Figure 1.

Altering ploidy in early X. laevis embryos (a) Haploid X. laevis embryos were generated by fertilizing eggs with UV-irradiated crushed X. laevis testes. Both haploid and diploid embryos underwent the first cleavage at ~1.5 hpf. Haploidy was verified by the irregular morphology of the tadpoles and their inability to develop past the swimming stage. (b) Genomic DNA was isolated from thirty 4 hpf embryos for each condition. 0.4 embryo equivalents of genomic DNA were run on 1.2% TAE agarose gels. DNA was visualized with ethidium bromide, quantified using ImageJ, and normalized to the diploid control. One representative gel and means from two independent experiments are shown. Error bars represent SD. (c) Whole un-arrested 4 hpf diploid and haploid embryos were fixed, bleached, stained for DNA with Sytox Green, and cleared. Animal pole cells were imaged for DNA intensity quantification.

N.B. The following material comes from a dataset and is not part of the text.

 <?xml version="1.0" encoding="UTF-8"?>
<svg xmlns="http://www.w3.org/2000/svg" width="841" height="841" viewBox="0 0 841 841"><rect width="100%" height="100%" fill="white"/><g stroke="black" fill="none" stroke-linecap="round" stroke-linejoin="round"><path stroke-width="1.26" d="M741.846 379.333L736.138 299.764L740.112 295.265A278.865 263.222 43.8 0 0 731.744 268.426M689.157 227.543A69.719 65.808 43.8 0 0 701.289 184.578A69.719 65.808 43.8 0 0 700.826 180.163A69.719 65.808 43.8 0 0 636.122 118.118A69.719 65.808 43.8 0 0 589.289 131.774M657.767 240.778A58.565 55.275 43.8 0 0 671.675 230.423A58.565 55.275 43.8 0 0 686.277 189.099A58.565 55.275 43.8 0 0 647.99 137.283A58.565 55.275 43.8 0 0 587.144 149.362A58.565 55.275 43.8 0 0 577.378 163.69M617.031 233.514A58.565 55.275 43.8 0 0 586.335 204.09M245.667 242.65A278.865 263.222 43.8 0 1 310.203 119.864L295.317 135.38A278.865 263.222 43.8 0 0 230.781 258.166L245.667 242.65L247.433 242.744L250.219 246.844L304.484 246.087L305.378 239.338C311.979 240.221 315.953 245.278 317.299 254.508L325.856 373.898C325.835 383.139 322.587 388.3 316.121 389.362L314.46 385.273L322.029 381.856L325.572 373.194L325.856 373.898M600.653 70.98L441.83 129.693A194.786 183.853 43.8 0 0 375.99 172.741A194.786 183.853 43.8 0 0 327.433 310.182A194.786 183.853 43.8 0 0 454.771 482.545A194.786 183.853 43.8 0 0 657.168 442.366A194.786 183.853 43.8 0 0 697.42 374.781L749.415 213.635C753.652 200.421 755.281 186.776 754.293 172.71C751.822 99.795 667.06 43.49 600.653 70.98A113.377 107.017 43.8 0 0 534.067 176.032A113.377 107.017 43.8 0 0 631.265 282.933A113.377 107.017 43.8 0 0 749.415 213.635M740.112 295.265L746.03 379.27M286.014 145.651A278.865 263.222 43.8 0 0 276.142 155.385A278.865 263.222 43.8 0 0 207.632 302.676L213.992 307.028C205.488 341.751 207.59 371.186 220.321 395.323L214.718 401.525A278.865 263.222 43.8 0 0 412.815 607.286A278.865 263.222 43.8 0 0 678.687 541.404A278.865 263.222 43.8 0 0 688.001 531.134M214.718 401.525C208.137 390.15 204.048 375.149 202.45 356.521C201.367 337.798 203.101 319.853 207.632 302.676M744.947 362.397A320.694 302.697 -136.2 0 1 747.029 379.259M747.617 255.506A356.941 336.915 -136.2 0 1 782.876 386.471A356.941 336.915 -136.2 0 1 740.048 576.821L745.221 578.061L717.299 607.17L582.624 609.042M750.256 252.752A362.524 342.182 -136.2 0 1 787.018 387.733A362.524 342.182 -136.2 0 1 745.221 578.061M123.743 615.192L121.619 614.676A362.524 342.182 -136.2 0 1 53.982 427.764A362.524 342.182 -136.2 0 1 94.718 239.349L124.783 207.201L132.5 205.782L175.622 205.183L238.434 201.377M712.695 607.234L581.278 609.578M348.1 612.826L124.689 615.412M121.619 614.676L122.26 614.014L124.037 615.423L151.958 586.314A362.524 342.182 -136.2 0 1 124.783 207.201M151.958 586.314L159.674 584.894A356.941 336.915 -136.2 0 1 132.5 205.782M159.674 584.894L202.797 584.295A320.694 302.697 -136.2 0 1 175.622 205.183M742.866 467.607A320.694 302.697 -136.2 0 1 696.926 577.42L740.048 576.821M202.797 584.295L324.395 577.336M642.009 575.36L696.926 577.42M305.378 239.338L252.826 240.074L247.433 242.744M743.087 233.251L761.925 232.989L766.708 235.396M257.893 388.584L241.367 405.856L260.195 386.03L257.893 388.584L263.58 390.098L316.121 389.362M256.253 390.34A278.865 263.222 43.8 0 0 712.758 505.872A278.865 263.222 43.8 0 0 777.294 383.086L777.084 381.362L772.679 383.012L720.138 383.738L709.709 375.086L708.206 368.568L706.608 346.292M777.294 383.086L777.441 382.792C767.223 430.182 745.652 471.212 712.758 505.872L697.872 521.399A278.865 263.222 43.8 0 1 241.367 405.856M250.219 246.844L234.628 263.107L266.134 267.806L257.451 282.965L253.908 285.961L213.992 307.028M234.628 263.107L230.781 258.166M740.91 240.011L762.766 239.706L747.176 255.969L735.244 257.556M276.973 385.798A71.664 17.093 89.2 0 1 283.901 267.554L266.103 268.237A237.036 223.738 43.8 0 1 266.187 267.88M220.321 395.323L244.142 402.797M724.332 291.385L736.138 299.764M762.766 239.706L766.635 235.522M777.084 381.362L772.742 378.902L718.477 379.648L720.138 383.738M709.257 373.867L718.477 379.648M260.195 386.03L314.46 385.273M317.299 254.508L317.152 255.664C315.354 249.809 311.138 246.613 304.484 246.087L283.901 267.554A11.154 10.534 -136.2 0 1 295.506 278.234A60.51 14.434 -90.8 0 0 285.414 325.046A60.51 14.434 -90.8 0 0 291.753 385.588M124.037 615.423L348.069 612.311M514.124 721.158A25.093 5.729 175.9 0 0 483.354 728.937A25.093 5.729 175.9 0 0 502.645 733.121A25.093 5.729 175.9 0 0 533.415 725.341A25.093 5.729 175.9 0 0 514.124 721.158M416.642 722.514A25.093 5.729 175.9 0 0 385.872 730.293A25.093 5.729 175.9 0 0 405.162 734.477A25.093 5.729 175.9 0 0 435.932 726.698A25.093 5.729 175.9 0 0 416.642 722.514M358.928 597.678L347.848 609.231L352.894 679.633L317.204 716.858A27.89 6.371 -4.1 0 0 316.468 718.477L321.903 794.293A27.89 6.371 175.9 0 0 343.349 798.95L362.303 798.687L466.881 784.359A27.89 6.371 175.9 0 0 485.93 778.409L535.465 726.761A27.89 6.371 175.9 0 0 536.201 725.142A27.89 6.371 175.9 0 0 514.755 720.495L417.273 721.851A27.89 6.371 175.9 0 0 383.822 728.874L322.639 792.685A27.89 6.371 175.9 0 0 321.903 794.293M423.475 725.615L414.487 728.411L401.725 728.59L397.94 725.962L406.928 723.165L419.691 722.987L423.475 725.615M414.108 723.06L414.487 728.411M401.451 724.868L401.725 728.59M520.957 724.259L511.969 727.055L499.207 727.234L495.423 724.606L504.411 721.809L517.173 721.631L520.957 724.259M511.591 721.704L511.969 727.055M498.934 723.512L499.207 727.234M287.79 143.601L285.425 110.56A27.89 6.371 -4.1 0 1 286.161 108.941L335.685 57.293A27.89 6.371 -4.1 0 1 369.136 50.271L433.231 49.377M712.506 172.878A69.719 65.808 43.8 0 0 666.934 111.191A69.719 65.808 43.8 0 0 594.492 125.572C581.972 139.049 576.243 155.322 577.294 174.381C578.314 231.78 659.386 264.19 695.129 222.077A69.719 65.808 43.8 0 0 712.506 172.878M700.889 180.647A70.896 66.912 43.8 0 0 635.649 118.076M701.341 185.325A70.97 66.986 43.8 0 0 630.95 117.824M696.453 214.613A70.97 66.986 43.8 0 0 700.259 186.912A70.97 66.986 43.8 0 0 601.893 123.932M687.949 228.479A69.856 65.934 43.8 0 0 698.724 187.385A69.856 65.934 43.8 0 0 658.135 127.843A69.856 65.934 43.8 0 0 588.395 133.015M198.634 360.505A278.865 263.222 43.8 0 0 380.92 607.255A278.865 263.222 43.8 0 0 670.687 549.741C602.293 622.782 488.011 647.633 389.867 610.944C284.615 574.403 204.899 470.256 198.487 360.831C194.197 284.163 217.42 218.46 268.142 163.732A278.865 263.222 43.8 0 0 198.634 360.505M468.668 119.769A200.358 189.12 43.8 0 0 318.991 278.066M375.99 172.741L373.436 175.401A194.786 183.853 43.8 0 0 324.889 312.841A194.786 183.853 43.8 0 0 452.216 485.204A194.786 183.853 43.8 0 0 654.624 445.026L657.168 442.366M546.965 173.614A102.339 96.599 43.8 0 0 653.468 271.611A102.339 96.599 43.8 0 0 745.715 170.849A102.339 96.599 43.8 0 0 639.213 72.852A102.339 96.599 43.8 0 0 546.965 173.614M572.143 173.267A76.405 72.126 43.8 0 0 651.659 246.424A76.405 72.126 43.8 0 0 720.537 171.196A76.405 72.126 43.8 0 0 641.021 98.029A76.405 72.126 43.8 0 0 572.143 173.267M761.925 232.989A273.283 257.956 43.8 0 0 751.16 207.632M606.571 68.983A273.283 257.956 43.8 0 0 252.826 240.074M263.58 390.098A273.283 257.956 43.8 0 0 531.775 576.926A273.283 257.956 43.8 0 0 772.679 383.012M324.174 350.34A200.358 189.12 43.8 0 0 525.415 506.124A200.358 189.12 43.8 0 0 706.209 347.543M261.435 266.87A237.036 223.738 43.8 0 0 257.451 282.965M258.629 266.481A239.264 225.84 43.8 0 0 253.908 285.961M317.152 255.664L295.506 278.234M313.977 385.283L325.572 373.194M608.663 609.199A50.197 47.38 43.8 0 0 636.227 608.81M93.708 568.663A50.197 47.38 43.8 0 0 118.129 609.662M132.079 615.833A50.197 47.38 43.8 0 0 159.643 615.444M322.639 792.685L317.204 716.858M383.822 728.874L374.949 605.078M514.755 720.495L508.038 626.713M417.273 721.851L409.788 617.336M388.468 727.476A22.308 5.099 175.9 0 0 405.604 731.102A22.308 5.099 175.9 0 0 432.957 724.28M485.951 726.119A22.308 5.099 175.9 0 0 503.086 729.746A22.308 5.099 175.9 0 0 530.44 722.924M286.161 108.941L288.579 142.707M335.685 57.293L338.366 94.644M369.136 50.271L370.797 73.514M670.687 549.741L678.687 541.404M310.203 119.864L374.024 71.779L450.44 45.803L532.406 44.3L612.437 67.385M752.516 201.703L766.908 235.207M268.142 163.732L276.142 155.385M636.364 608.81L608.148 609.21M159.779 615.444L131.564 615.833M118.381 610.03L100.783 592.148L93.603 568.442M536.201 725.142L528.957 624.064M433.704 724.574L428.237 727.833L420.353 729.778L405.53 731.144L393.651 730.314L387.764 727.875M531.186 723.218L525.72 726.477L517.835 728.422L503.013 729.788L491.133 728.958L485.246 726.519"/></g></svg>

Several embryos from two different batches of diploid and haploid embryos were imaged. Total number of nuclei quantified: diploid, n = 38; haploid, n = 23. Error bars represent SD. ***p < 0.001. Scale bar, 20 µm. (d) Whole microinjected, un-arrested 4.5 hpf diploid and haploid embryos were fixed, bleached, stained for DNA with Sytox Green, and cleared. Animal pole cells were imaged and nuclear cross-sectional area quantified. We previously demonstrated that nuclear cross-sectional areas accurately reflect nuclear volumes⁶. Several embryos from two different batches of diploid and haploid embryos were imaged. Total number of nuclei quantified: GFP diploid, n = 55; GFP haploid, n = 47; GFP-Rtn4b high conc. diploid, n = 65; GFP-Rtn4b high conc. haploid, n = 49; GFP-Rtn4a diploid, n = 44; GFP-Rtn4a haploid, n = 95. The means from two independent experiments are shown. Error bars represent SD. ***p < 0.001; NS = not significant. All nuclear size differences between haploids were statistically significant by p < 0.001.